Prior to the start of the pay-per-view, Bill DeMott defeated Shannon Moore in a dark match.

Preliminary matches
The first match of the pay-per-view was scheduled to be The Undertaker taking on Matt Hardy; However, Booker T substituted for The Undertaker during the match. The match ended when Matt Hardy went for the Twist of Fate, but Booker T reversed it and hit the scissor kick for the win.
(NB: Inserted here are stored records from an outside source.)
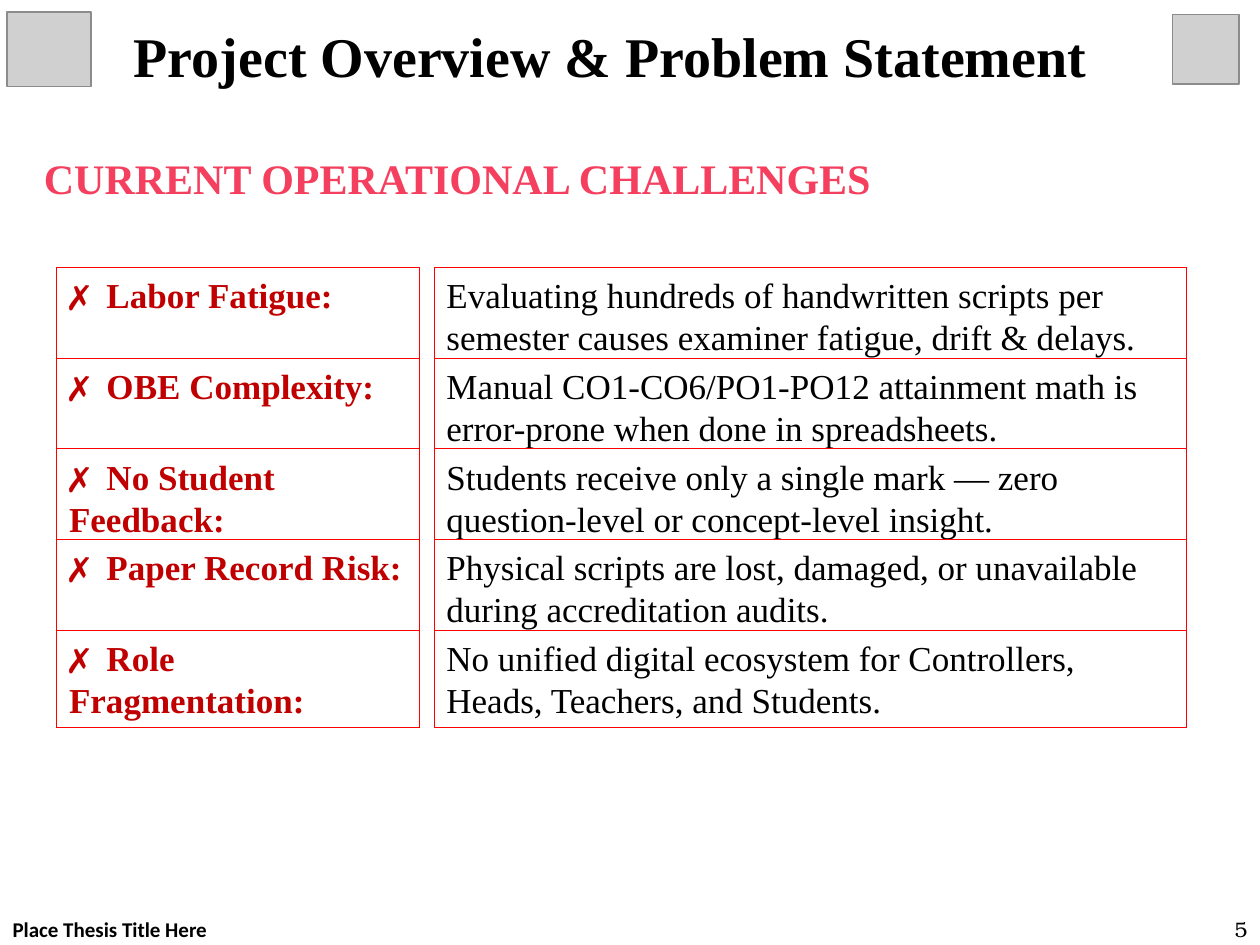
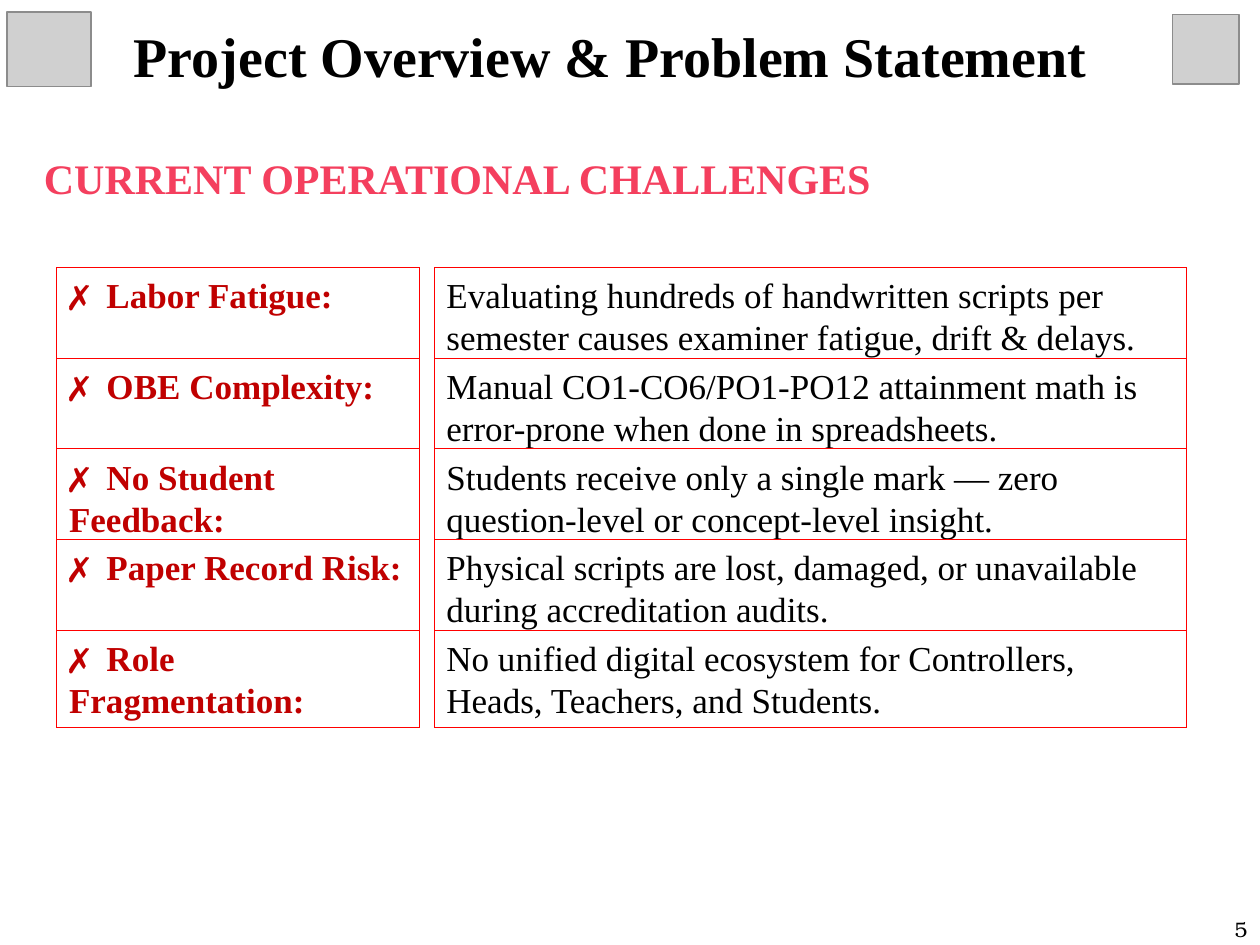
Before and after one commit to hijbullahx/IntelliGrade, a slide deck: slide 5 of materials/Presentation/FINAL_ppt.pptx [mine].pptx. Drawn at 1260x945 pixels with LibreOffice and Linux fonts; fonts in the diff are those of the drawing; grey boxes stand for pictures. Boxes give left, top, right and bottom in pixels: in the first picture for what was removed or moved away, otherwise in the second. Text is boxed around its words. In the diff, an @@ line names an element or a change of style, - is before the commit and + after.

Commit message:
docs: update practicum presentation decks and ignore temporary office lock files

```diff
--- a/materials/Presentation/FINAL_ppt.pptx [mine].pptx
+++ b/materials/Presentation/FINAL_ppt.pptx [mine].pptx
@@ text removed at [13,922,207,937] @@
-Place Thesis Title Here
```
Also in this commit, not shown: 2 other files.
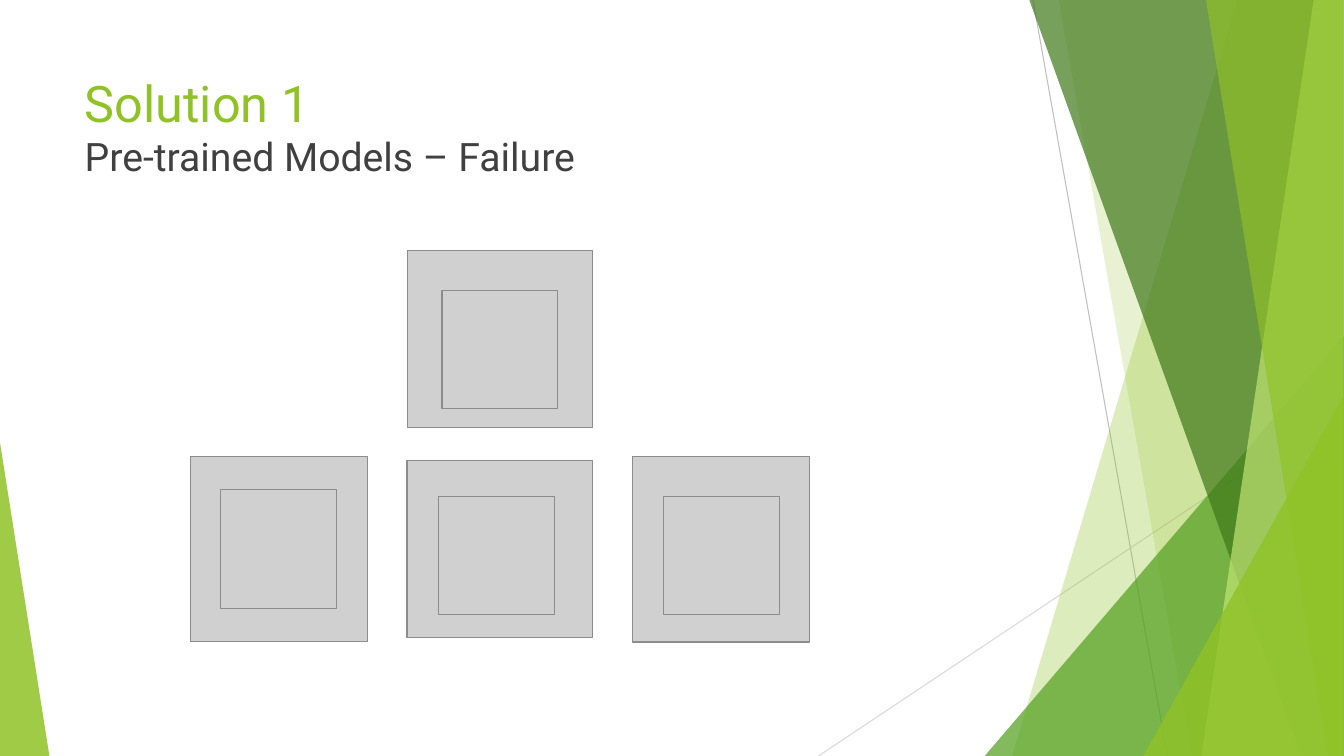
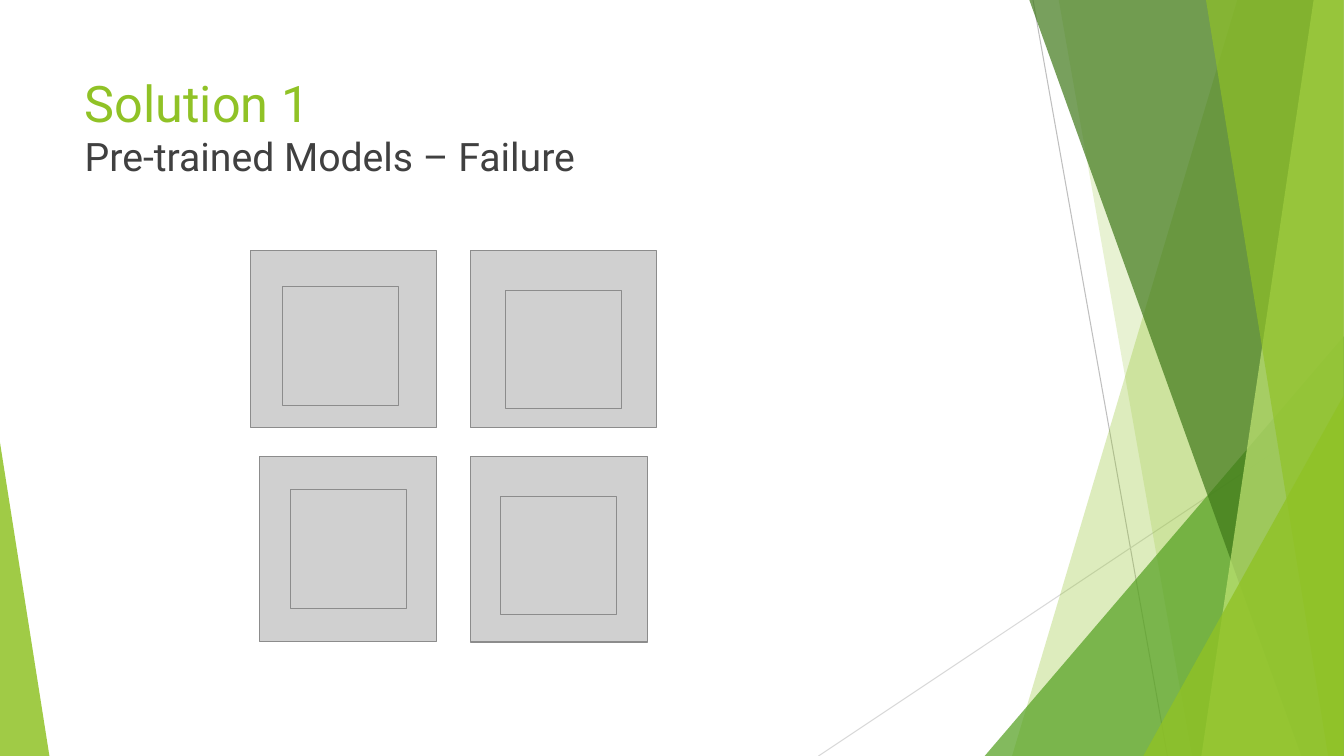
Before and after one commit to realleyriley/Honors-Thesis, a slide deck: slide 9 of Paperwork/Summer Research Presentation.pptx (slide 7 before the commit). Drawn at 1344x756 pixels with LibreOffice and Linux fonts; fonts in the diff are those of the drawing; grey boxes stand for pictures. Boxes give left, top, right and bottom in pixels: in the first picture for what was removed or moved away, otherwise in the second. Text is boxed around its words. In the diff, an @@ line names an element or a change of style, - is before the commit and + after.

Commit message:
🙌trained many models in 6

```diff
--- a/Paperwork/Summer Research Presentation.pptx
+++ b/Paperwork/Summer Research Presentation.pptx
@@ picture: place and size @@
-picture at [407,461,593,638]
+picture at [251,251,437,429]
@@ picture: place and size @@
-picture at [407,251,593,429]
+picture at [471,251,656,429]
@@ picture: place and size @@
-picture at [439,497,555,616]
+picture at [282,286,398,405]
@@ picture: place and size @@
-picture at [442,290,558,409]
+picture at [505,290,621,409]
@@ picture: place and size @@
-picture at [190,457,367,642]
+picture at [259,457,437,642]
@@ picture: place and size @@
-picture at [632,457,810,642]
+picture at [470,457,647,642]
@@ picture: place and size @@
-picture at [221,490,337,609]
+picture at [290,490,406,609]
@@ picture: place and size @@
-picture at [663,497,779,616]
+picture at [501,497,617,616]
```
Also in this commit, not shown: 4 other slides changed, 13 slides added, 2 slides removed, 3 other files.

Following the match, Booker T grabbed the mic and said he knows what everyone is there to see, and did the Spinnarooni before leaving the ring.

The second match was a mixed tag team match which saw John Cena and Dawn Marie take on Billy Kidman and Torrie Wilson. Kidman and Wilson got the win after Kidman hit the Shooting Star Press off the top on Cena.

The next match saw Shoichi Funaki defeat Crash Holly. When Holly went for the Oklahoma Side Roll, Funaki blocked it and rolled him up for the victory.

An elimination triple threat match for the Cruiserweight Championship was next. This match saw Jamie Noble defend his title against Rey Mysterio and Tajiri. Noble first eliminated Tajiri after hitting the Tiger Bomb. When Mysterio went for a victory roll, Noble grabbed Nidia outside the ring, and pinned Mysterio to retain the title. After the match, Mysterio attacked Noble knocking both him and Nidia down, followed by Mysterio hitting the 619 on both of them.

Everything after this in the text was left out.